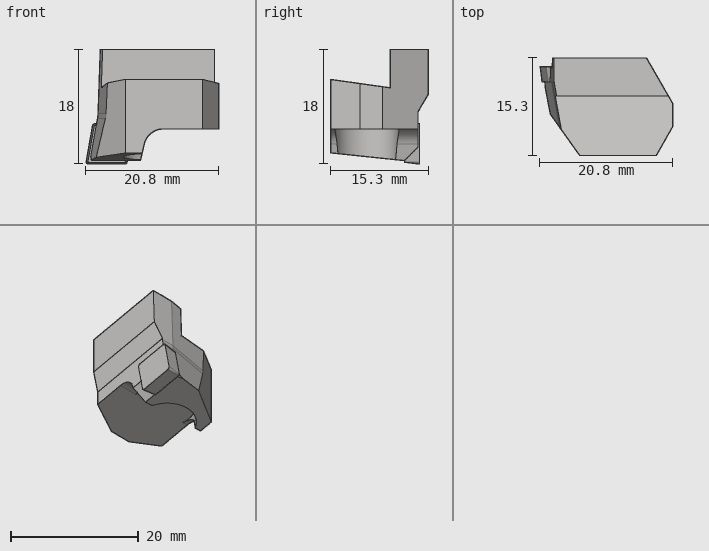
import cadquery as cq
import math

length = 20.8
depth = 15.29
height = 18.0
margin = 4.15

insert_edge_height = 6.35
insert_width = 6.45
insert_lean = 10.0
insert_relief = 7.0
nose_radius = 0.4
insert_back_y = 13.92
seat_y = 11.55
insert_thickness = insert_back_y - seat_y

tab_front_y = 9.32
shoulder_z = 11.98
shoulder_slope = 8.0
lower_back_y = 13.69
back_chamfer_top_z = 10.92
back_chamfer_bottom_z = 8.2
seat_bottom_z = 0.55
bottom_slope = 6.0
heel_slope = 45.0

tab_back_x = 16.68
right_flat_back_y = 8.15
right_flat_front_y = 4.55
front_right_x = 18.22
front_left_x = 6.2
front_left_angle = 35.4

flank_top_x = 2.2
flank_upper_lean = 2.0
flank_lower_lean = 10.0
flank_blend_top_z = 7.9
flank_blend_bottom_z = 7.15
flank_sweep = 10.0

relief_height = 0.62
relief_width = 0.31
relief_length = 1.1

notch_z = 5.5
notch_foot_x = 8.53
notch_lean = 13.0
notch_radius = 3.0

scoop_radius = 5.0
scoop_x = 10.82
scoop_y = 5.7


def slope(angle):
    return math.tan(math.radians(angle))


def make_insert():
    """Rhombic plate, largest at its back face, tapering toward the seat."""
    half_nose = math.radians(90 - insert_lean) / 2
    sharp_x = nose_radius - nose_radius / math.tan(half_nose)
    top_shift = insert_edge_height * slope(insert_lean)
    plate = (
        cq.Workplane("XZ", origin=(0, insert_back_y, 0))
        .polyline([
            (sharp_x, 0),
            (sharp_x + insert_width, 0),
            (sharp_x + insert_width + top_shift, insert_edge_height),
            (sharp_x + top_shift, insert_edge_height),
        ])
        .close()
        .extrude(insert_thickness)
        .edges("|Y")
        .fillet(nose_radius)
    )
    outline = plate.faces(">Y").wires().val()
    return (
        cq.Workplane("XZ", origin=(0, insert_back_y, 0))
        .add(outline)
        .toPending()
        .extrude(insert_thickness, taper=insert_relief)
    )


def make_side_prism():
    """Stepped side profile running the full length."""
    front_top_z = shoulder_z + tab_front_y * slope(shoulder_slope)
    heel_back_z = seat_bottom_z + (lower_back_y - seat_y) * slope(heel_slope)
    front_bottom_z = seat_bottom_z + seat_y * slope(bottom_slope)
    return (
        cq.Workplane("YZ")
        .polyline([
            (0, front_bottom_z),
            (0, front_top_z),
            (tab_front_y, shoulder_z),
            (tab_front_y, height),
            (depth, height),
            (depth, back_chamfer_top_z),
            (lower_back_y, back_chamfer_bottom_z),
            (lower_back_y, heel_back_z),
            (seat_y, seat_bottom_z),
        ])
        .close()
        .extrude(length)
    )


def make_plan_prism():
    """Plan outline; its left end reaches past the flank that trims it."""
    left_y = (front_left_x + margin) / slope(front_left_angle)
    return (
        cq.Workplane("XY")
        .polyline([
            (front_left_x, 0),
            (front_right_x, 0),
            (length, right_flat_front_y),
            (length, right_flat_back_y),
            (tab_back_x, depth),
            (-margin, depth),
            (-margin, left_y),
        ])
        .close()
        .extrude(height)
    )


def flank_x(z):
    """Flank position at the seat plane, for a height outside the blend."""
    if z >= flank_blend_top_z:
        return flank_top_x - (height - z) * slope(flank_upper_lean)
    mean_lean = (flank_upper_lean + flank_lower_lean) / 2
    blend_width = (flank_blend_top_z - flank_blend_bottom_z) * slope(mean_lean)
    blend_bottom_x = flank_x(flank_blend_top_z) - blend_width
    return blend_bottom_x - (flank_blend_bottom_z - z) * slope(flank_lower_lean)


def make_flank_envelope():
    """Everything right of the left flank, straight at the back and swept in front."""
    right_x = length + margin
    profile = (
        cq.Workplane("XZ", origin=(0, seat_y, 0))
        .moveTo(right_x, height)
        .lineTo(flank_x(height), height)
        .lineTo(flank_x(flank_blend_top_z), flank_blend_top_z)
        .tangentArcPoint((flank_x(flank_blend_bottom_z), flank_blend_bottom_z), relative=False)
        .lineTo(flank_x(0), 0)
        .lineTo(right_x, 0)
        .close()
        .wire()
        .val()
    )
    back_direction = cq.Vector(0, depth - seat_y, 0)
    front_direction = cq.Vector(seat_y * slope(flank_sweep), -seat_y, 0)
    back = cq.Solid.extrudeLinear(profile, [], back_direction)
    front = cq.Solid.extrudeLinear(profile, [], front_direction)
    return cq.Workplane(back).union(cq.Workplane(front))


def make_notch():
    """Leaning-walled notch, rounded at its inner corner, open to the right and below."""
    corner_x = notch_foot_x + (notch_z - seat_bottom_z) * slope(notch_lean)
    return (
        cq.Workplane("XZ", origin=(0, depth, 0))
        .polyline([
            (corner_x - notch_z * slope(notch_lean), 0),
            (corner_x, notch_z),
            (length + margin, notch_z),
            (length + margin, 0),
        ])
        .close()
        .extrude(depth)
        .edges(cq.selectors.NearestToPointSelector((corner_x, depth / 2, notch_z)))
        .fillet(notch_radius)
    )


def make_scoop():
    """Vertical round pocket reaching up to the notch ceiling."""
    return cq.Workplane("XY").center(scoop_x, scoop_y).circle(scoop_radius).extrude(notch_z)


def make_corner_relief():
    """Flat that trims the lower left corner at the seat and runs out toward the front."""
    corner_x = flank_x(seat_bottom_z)
    upper = cq.Vector(flank_x(seat_bottom_z + relief_height), seat_y, seat_bottom_z + relief_height)
    lower = cq.Vector(corner_x + relief_width, seat_y, seat_bottom_z)
    runout_rise = relief_length * slope(bottom_slope)
    runout = cq.Vector(
        flank_x(seat_bottom_z + runout_rise) + relief_length * slope(flank_sweep),
        seat_y - relief_length,
        seat_bottom_z + runout_rise,
    )
    reach = upper - lower
    outside = cq.Vector(corner_x - relief_height, seat_y, seat_bottom_z - relief_height)
    section = cq.Wire.makePolygon([upper + reach, lower - reach, outside], close=True)
    direction = (runout - (upper + lower) * 0.5) * 1.5
    return cq.Workplane(cq.Solid.extrudeLinear(section, [], direction))


def make_holder(insert):
    """Tool head with the insert's seat cut into it."""
    return (
        make_side_prism()
        .intersect(make_plan_prism())
        .intersect(make_flank_envelope())
        .cut(make_notch())
        .cut(make_scoop())
        .cut(make_corner_relief())
        .cut(insert)
    )


insert = make_insert()
holder = make_holder(insert)

result = cq.Compound.makeCompound([holder.val(), insert.val()])
# # #
WORK TASK:
Each line of the data that holds "outside" should be reported.

ANSWER TO THE EXERCISE:
    """Flank position at the seat plane, for a height outside the blend."""
    outside = cq.Vector(corner_x - relief_height, seat_y, seat_bottom_z - relief_height)
    section = cq.Wire.makePolygon([upper + reach, lower - reach, outside], close=True)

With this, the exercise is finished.